Stored items from a collection
+===+
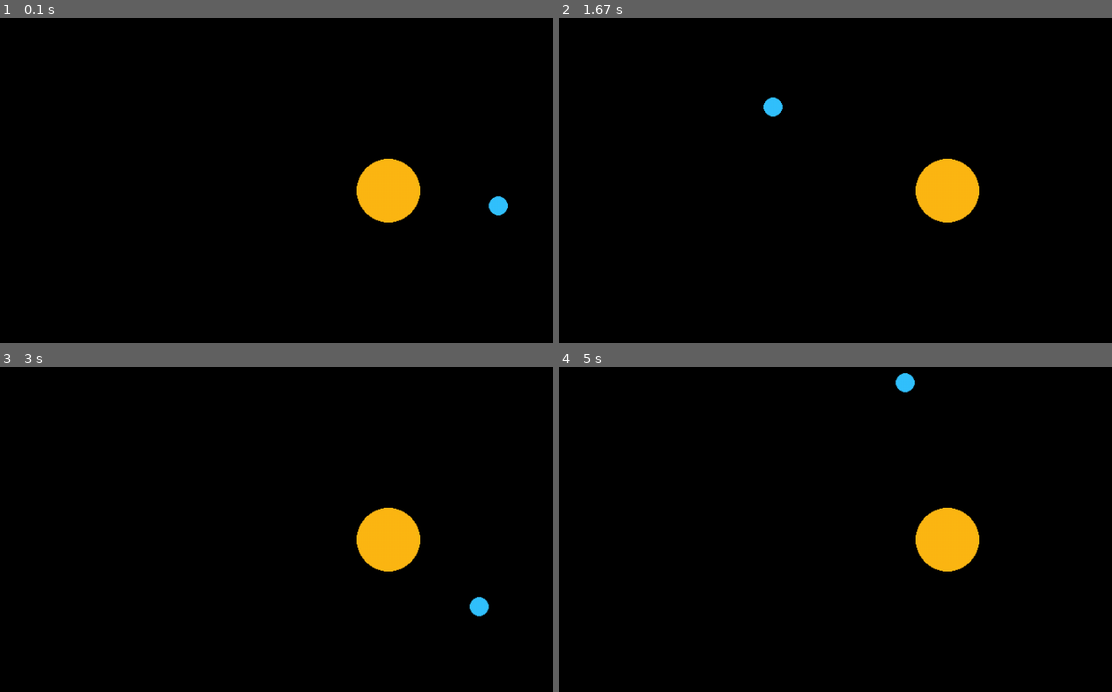
Above: before the commit, frames 1-4 (two rows, left to right).
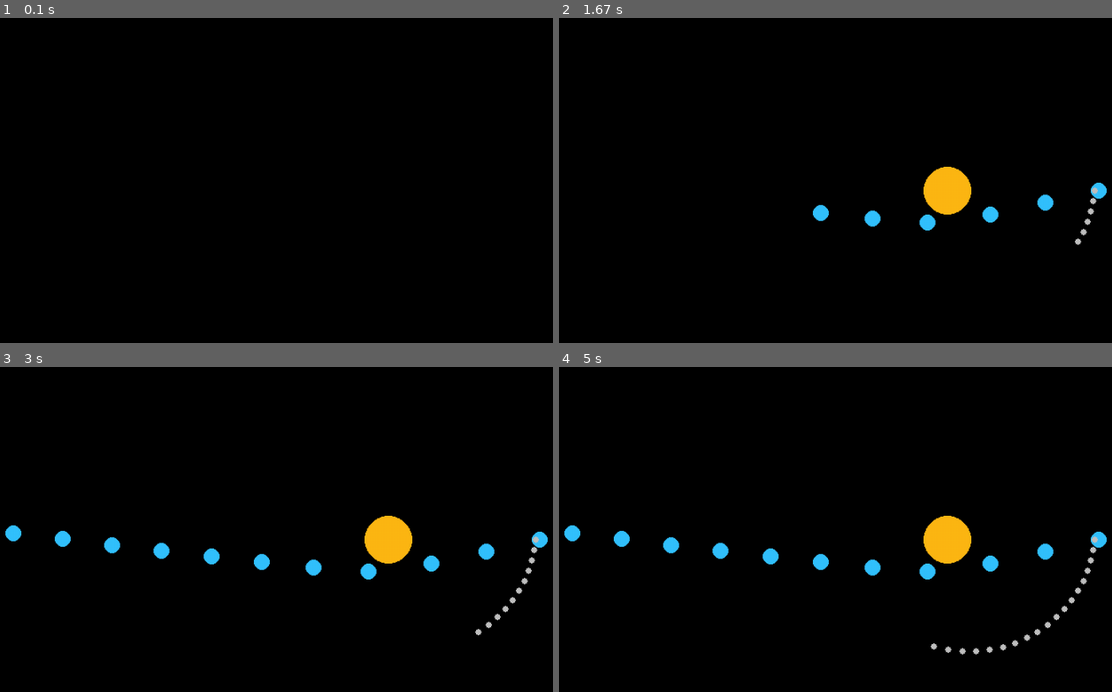
Above: after the commit, the same moments.

Repository: Ansh-Kushwaha/V-SEM-Repo
Game: pygame game, started from Python Lab/Ex14_EllipticalOrbit.py
The game is run twice, just before and just after one commit, with the same random seed, the same clock (stepped at 60 frames per second) and the same inputs.
Inputs:
- Up to frame 1 (0.1 s): no input
- Up to frame 2 (1.67 s): no input
- Up to frame 3 (3 s): no input
- Up to frame 4 (5 s): no input

The runs differ from the first frame. In frame 1, 2.0% of the frame differs, in the area x 64-92%, y 43-63%; in frame 2, 1.8%; in frame 3, 2.5%; in frame 4, 2.7%, in the area x 0-100%, y 1-89%.

Commit message:
03/09/2023

Diff:
--- /dev/null
+++ b/Python Lab/Ex10_First10Prime.py
@@ -0,0 +1,20 @@
+def findPrime(n):
+  lst = []
+  lst.append(2)
+
+  num = 3
+  while True:
+    isPrime = True
+    for i in range(2, int(num / 2) + 1):
+      if num % i == 0:
+        isPrime = False
+        break
+    if isPrime:
+      lst.append(num)
+    num += 1
+    if len(lst) == n:
+      break
+  return lst
+
+n = 20
+print(findPrime(n))
--- a/Python Lab/EllipticalOrbit.py
+++ b/Python Lab/Ex14_EllipticalOrbit.py
@@ -12,9 +12,10 @@
 clock = pygame.time.Clock()
 
 class Planet(pygame.sprite.Sprite):
-    def __init__(self, mass, color, pos, vel, rad):
+    def __init__(self, mass, type, color, pos, vel, rad):
         super().__init__()
         self.mass = mass
+        self.type = type
         self.color = color
         self.pos = pos
         self.vel = vel
@@ -30,6 +31,8 @@
         self.rect.center = self.pos
         ax, ay = 0, 0
         for planet in planets:
+            # if self.type == 'moon' and planet.type == 'sun':
+            #     continue
             if planet != self:
                 d = pygame.math.Vector2(self.pos).distance_to(planet.pos)
                 if d == 0:
@@ -54,25 +57,25 @@
 planets = []
 
 sunPos = center
-p1Pos = pygame.Vector2(center.x + 140, center.y)
-p2Pos = pygame.Vector2(center.x, center.y + 210)
+p1Pos = pygame.Vector2(center.x + 190, center.y)
+m1Pos = pygame.Vector2(center.x + 185, center.y)
 
-sun = Planet(4000, [253, 184, 19], sunPos, pygame.Vector2(0, -1.2), 40)
-p1 = Planet(200, [51,194,254], p1Pos, pygame.Vector2(0, 19), 12)
-# p2 = Planet(180, [193, 68, 14], p2Pos, pygame.Vector2(12, 0), 10)
+sun = Planet(4000, 'sun', [253, 184, 19], sunPos, pygame.Vector2(0, 0), 30)
+p1 = Planet(200, 'planet', [51,194,254], p1Pos, pygame.Vector2(0, 15.4), 10)
+m1 = Planet(165, 'moon', [193, 193, 193], m1Pos, pygame.Vector2(0, 13), 4)
 
-screen.blit(sun.image, sun.rect)
-screen.blit(p1.image, p1.rect)
+# screen.blit(sun.image, sun.rect)
+# screen.blit(p1.image, p1.rect)
 # screen.blit(p2.image, p2.rect)
 
 planets.append(sun)
 planets.append(p1)
-# planets.append(p2)
+planets.append(m1)
 
 def main():
     running = True
     while running:
-        clock.tick(30)
+        clock.tick(4)
         for event in pygame.event.get():
             if event.type == pygame.QUIT:
                 running = False
@@ -80,7 +83,8 @@
             if planet == sun:
                 continue
             planet.update(planets)
-        screen.fill([0, 0, 0])
+            pass
+        # screen.fill([0, 0, 0])
         for planet in planets:
             screen.blit(planet.image, planet.rect)
 
--- a/Python Lab/Ex4_max.py
+++ b/Python Lab/Ex4_max.py
@@ -6,5 +6,6 @@
       m = l[i]
   return m
 
-arr = [9, 10, 2, 4, 12, 53, 22]
-print("Maximum element in", arr, "is:", max(arr))
+l= [9, 10, 2, 4, 12, 53, 22]
+print("List: ", l)
+print("Maximum element in", l, "is:", max(l))
--- a/Python Lab/Ex5_linearSearch.py
+++ b/Python Lab/Ex5_linearSearch.py
@@ -8,6 +8,7 @@
 arr = [23, 12, 45, 1, 8, 4, 3]
 x = 8
 idx = linearSearch(arr, x)
+print("List:", arr)
 if (idx != -1):
     print(x, 'is present at index', idx)
 else:
--- a/Python Lab/Ex7_selectionSort.py
+++ b/Python Lab/Ex7_selectionSort.py
@@ -6,12 +6,12 @@
   for i in range(0, n-1):
     minIdx = i
     for j in range(i + 1, n):
-      if arr[j] < arr[minIdx] :
+      if arr[j] < arr[minIdx]:
         minIdx = j
-    if minIdx != i :
+    if minIdx != i:
       arr[minIdx], arr[i] = arr[i], arr[minIdx]
 
 arr = [45, 12, 84, 36, 64]
+print("Unsorted List:", arr)
 selectionSort(arr)
-
-print(arr)
+print("Sorted List:", arr)
--- a/Python Lab/Ex8_insertionSort.py
+++ b/Python Lab/Ex8_insertionSort.py
@@ -11,7 +11,7 @@
       j -= 1
     arr[j + 1] = key
 
-arr = [23, 89, 12, 43, 64]
+arr = [87, 34, 12, 8, 10, 50]
+print("Unsorted List:", arr)
 insertionSort(arr)
-
-print(arr)
+print("Sorted List:", arr)
Not shown, added: DBMS/Ex1.md
+===+
Retype word for word the line above with "arr = [45, 12, 84, 36, 64]" and all lines after it, nothing else.

 arr = [45, 12, 84, 36, 64]
+print("Unsorted List:", arr)
 selectionSort(arr)
-
-print(arr)
+print("Sorted List:", arr)
--- a/Python Lab/Ex8_insertionSort.py
+++ b/Python Lab/Ex8_insertionSort.py
@@ -11,7 +11,7 @@
       j -= 1
     arr[j + 1] = key
 
-arr = [23, 89, 12, 43, 64]
+arr = [87, 34, 12, 8, 10, 50]
+print("Unsorted List:", arr)
 insertionSort(arr)
-
-print(arr)
+print("Sorted List:", arr)
Not shown, added: DBMS/Ex1.md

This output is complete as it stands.